Inspection reveals that this is valid since (T = 0) when (t = 1), and alternatively, (T = 1) when (t = 0) which is our prime requirement. Now we have already noted that (N₁ - N)² is proportional to t. This means that M² is also proportional to t. If we now substitute this result for t in (39) then we have

T² = (1 - M²) / (1 + M²)

(40)

Now T and t, occupy a range between zero and one. When this is so, there is also a range that N can occupy and a fixed value that N₁ will have that is in accord with this requirement. Calculation and algebra show that when [N₁ = (3√3) / 2] the following condition is satisfied:

T² = (1 - M²) / (1 + M²) = 1 / (1 - M²)

(41)

It is now possible to proceed in the following fashion.

T² = 1 / (1 - M²) = (1+ M² - M²) / (1 - M²)

= [M² / (1 - M²)] + [(1 - M²) / (1 - M²)]

= [M² / (1 - M²)] + 1

Therefore,

T² - 1 = M² / (1 - M²)

(T² - 1) / M = M / (1 - M²)

Then, upon inverting both sides, we obtain

(1 - M²) / M = M / (T² - 1)

(42)

From (38) and (42) we can now write that

dM / dT = (1 - M²) / M = M / [(T+1)(T-1)]

(43)

Now we have noted above that T = (1-t) and that M² is proportional to t. Therefore we can write

T = 1 - M² so that M² = 1 - T

Taking the square root then gives us

M = √(1 - T)

(44)

Substituting (44) in (43) then results in

dM /dT = (1 - M²) / M = M / [(T+1)(T-1)] = √(1 - T) / [(T+1)(T-1)]

(45)

If we now multiply the numerator and denominator of the right hand of (45) by minus one, we obtain

dM / dT = √(1 - T) / [(T+1)(T-1)] = √(T - 1) / [(-1)(T+1)(T-1)]

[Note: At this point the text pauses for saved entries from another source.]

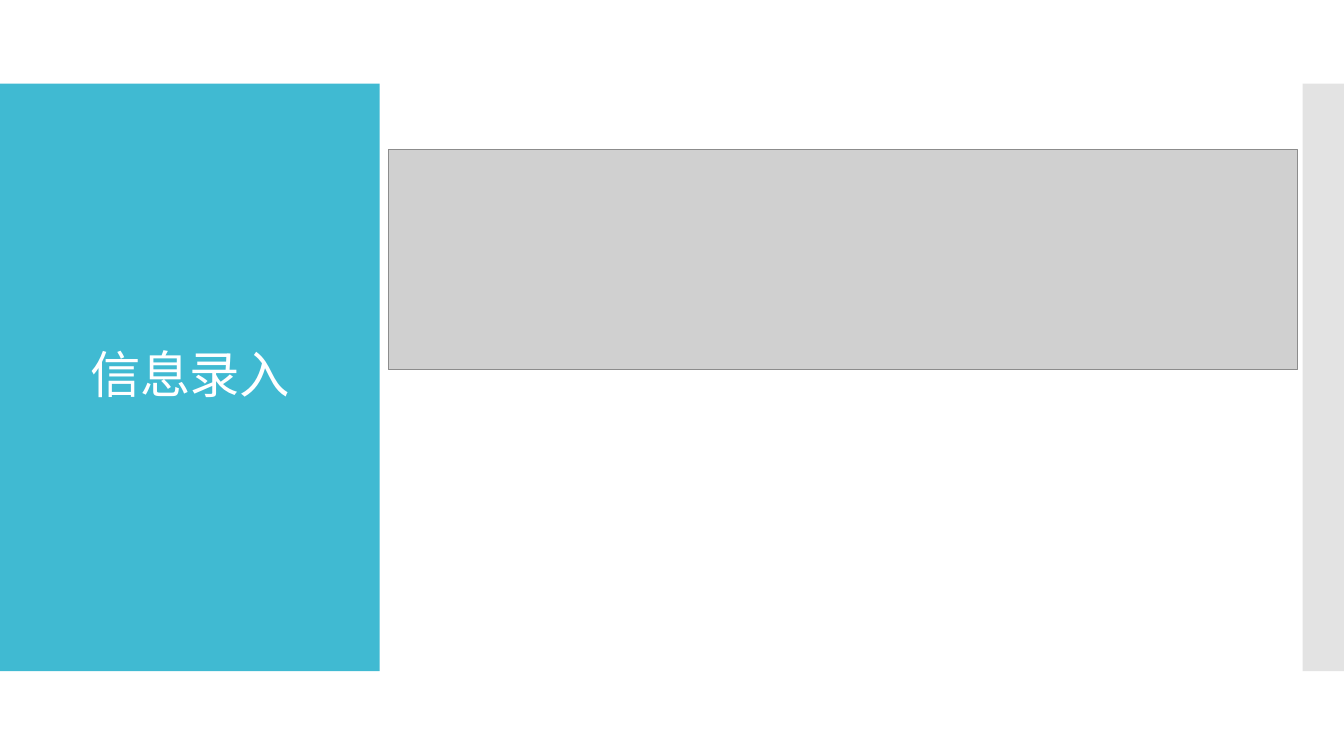
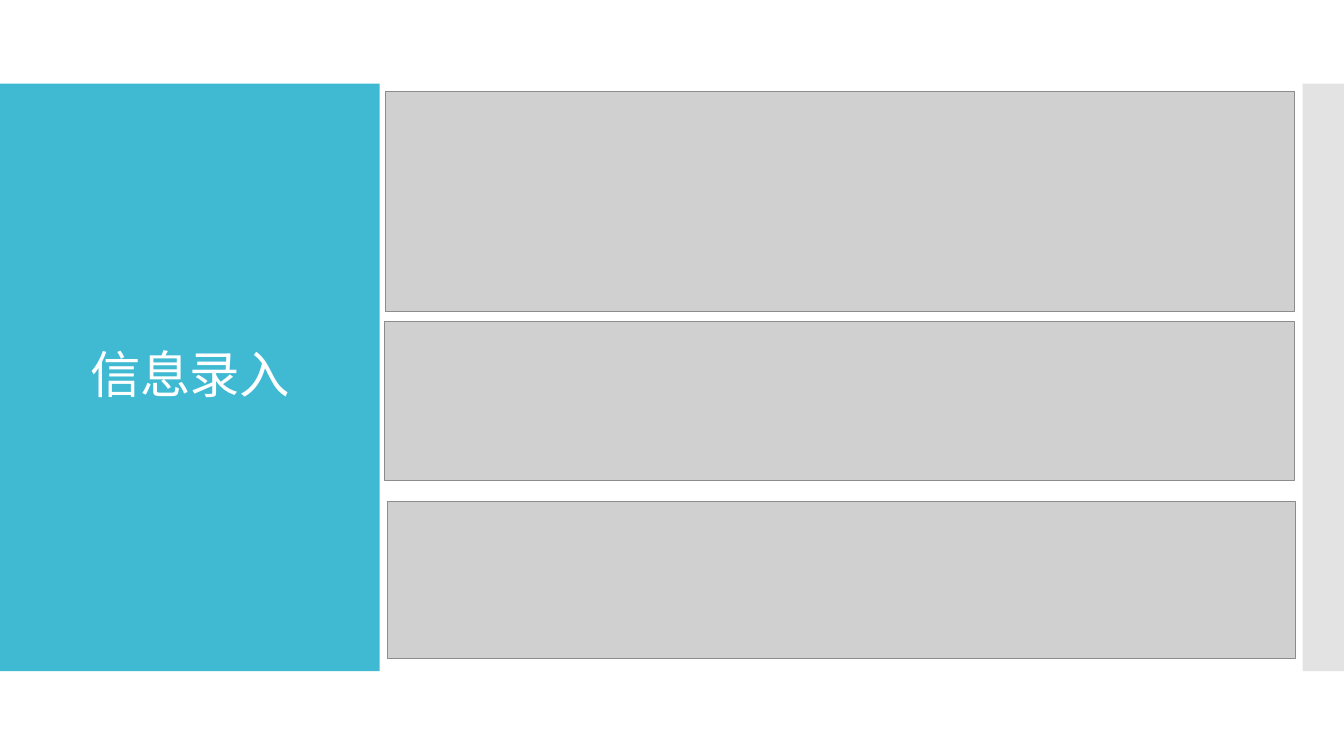
Before and after one commit to imagecser/hotelManage, a slide deck: slide 7 of 演示文稿1.pptx. Drawn at 1344x756 pixels with LibreOffice and Linux fonts; fonts in the diff are those of the drawing; grey boxes stand for pictures. Boxes give left, top, right and bottom in pixels: in the first picture for what was removed or moved away, otherwise in the second. Text is boxed around its words. In the diff, an @@ line names an element or a change of style, - is before the commit and + after.

```diff
--- a/演示文稿1.pptx
+++ b/演示文稿1.pptx
@@ picture: place and size @@
-picture at bbox=[388, 149, 1298, 369]
+picture at bbox=[385, 92, 1295, 312]
@@ picture added at bbox=[385, 322, 1295, 481] @@
@@ picture added at bbox=[387, 502, 1296, 659] @@
```
Also in this commit, not shown: 1 other slide changed, 1 slide added, 2 slides removed, 18 other files.

dM / dT = (-1) / [(T + 1) √(T - 1)

(46)

We now note that the denominator contains the term [√(T - 1)] and that T goes between zero and one. As a result, the expression within the parentheses, namely (T - 1), goes between minus one and zero. The same holds true for the expression (T² - 1) which also goes between minus one and zero when T goes between zero and one. In other words, in this particular case, (T - 1) and (T² - 1) are very good approximations to each other within the range of values that T is restricted to. We thus closely approximate [√(T - 1)] with [√(T² - 1)]. Here is an additional reason why the relativistic Doppler formula is only an approximation to reality. When this approximation is inserted in (46) it then becomes

dM dT = (-1) / [(T + 1)√(T² - 1)]

(47)

If we now take the integral of (47) we obtain the result that

M = [√(1 - T²)] / (1+ T) = (N₁ - N)

(48)

But the quantity (N₁ - N) effectively is equivalent to the number of Planck Particle Pairs which have recombined and so is proportional to the strength of the Zero Point Energy. We can therefore state that

U ~ (N₁ - N) = [√(1 - T²)] / (1+ T)

(49)

But equation (49) is the inverse of (9) which is the standard redshift equation. Therefore we can state that

U ~ [√(1 - T²)] / (1+ T) = 1 / (1+z)

(50)

Thus the redshift is a manifestation of the fact that the strength of the ZPE has increased with time so that (50) therefore gives an approximation to its behavior. The only difference between the inverse of (50) and equation (9) is that distance, x, in (9) has been replaced with look-back time, T, in (50). However, since looking out into the vast distances of space is equivalent to looking back in time, this should not be surprising. We may therefore write the final outcome from (14) as

(1+z) = (1 + T) / [√(1 - T²)] ~ 1/U ~ 1/h ~ 1/t ~ 1/√m ~ c

(51)

Equation (51) describes the behavior of all these quantities dependent on the strength of the ZPE which is graphed in Figure 7. Also, the years elapsed on the atomic clock, t_e, or its equivalent, the distance in light years that light has traveled, is given by substituting for T in the integral of (51) which is given as follows:

t_e = K [arcsin T - √(1 - T²) +1]

(52)

The final term of unity in (52) is included as this gives t_e = 0 when T = 0. At the origin of the universe, when T = 1, the terms within the square brackets in (52) total 2.5708. As the cosmos is 10 to 14 billion atomic years old, and light has traveled 10 to 14 billion light years, then the numerical value of K must be about K = 4 x 10⁹.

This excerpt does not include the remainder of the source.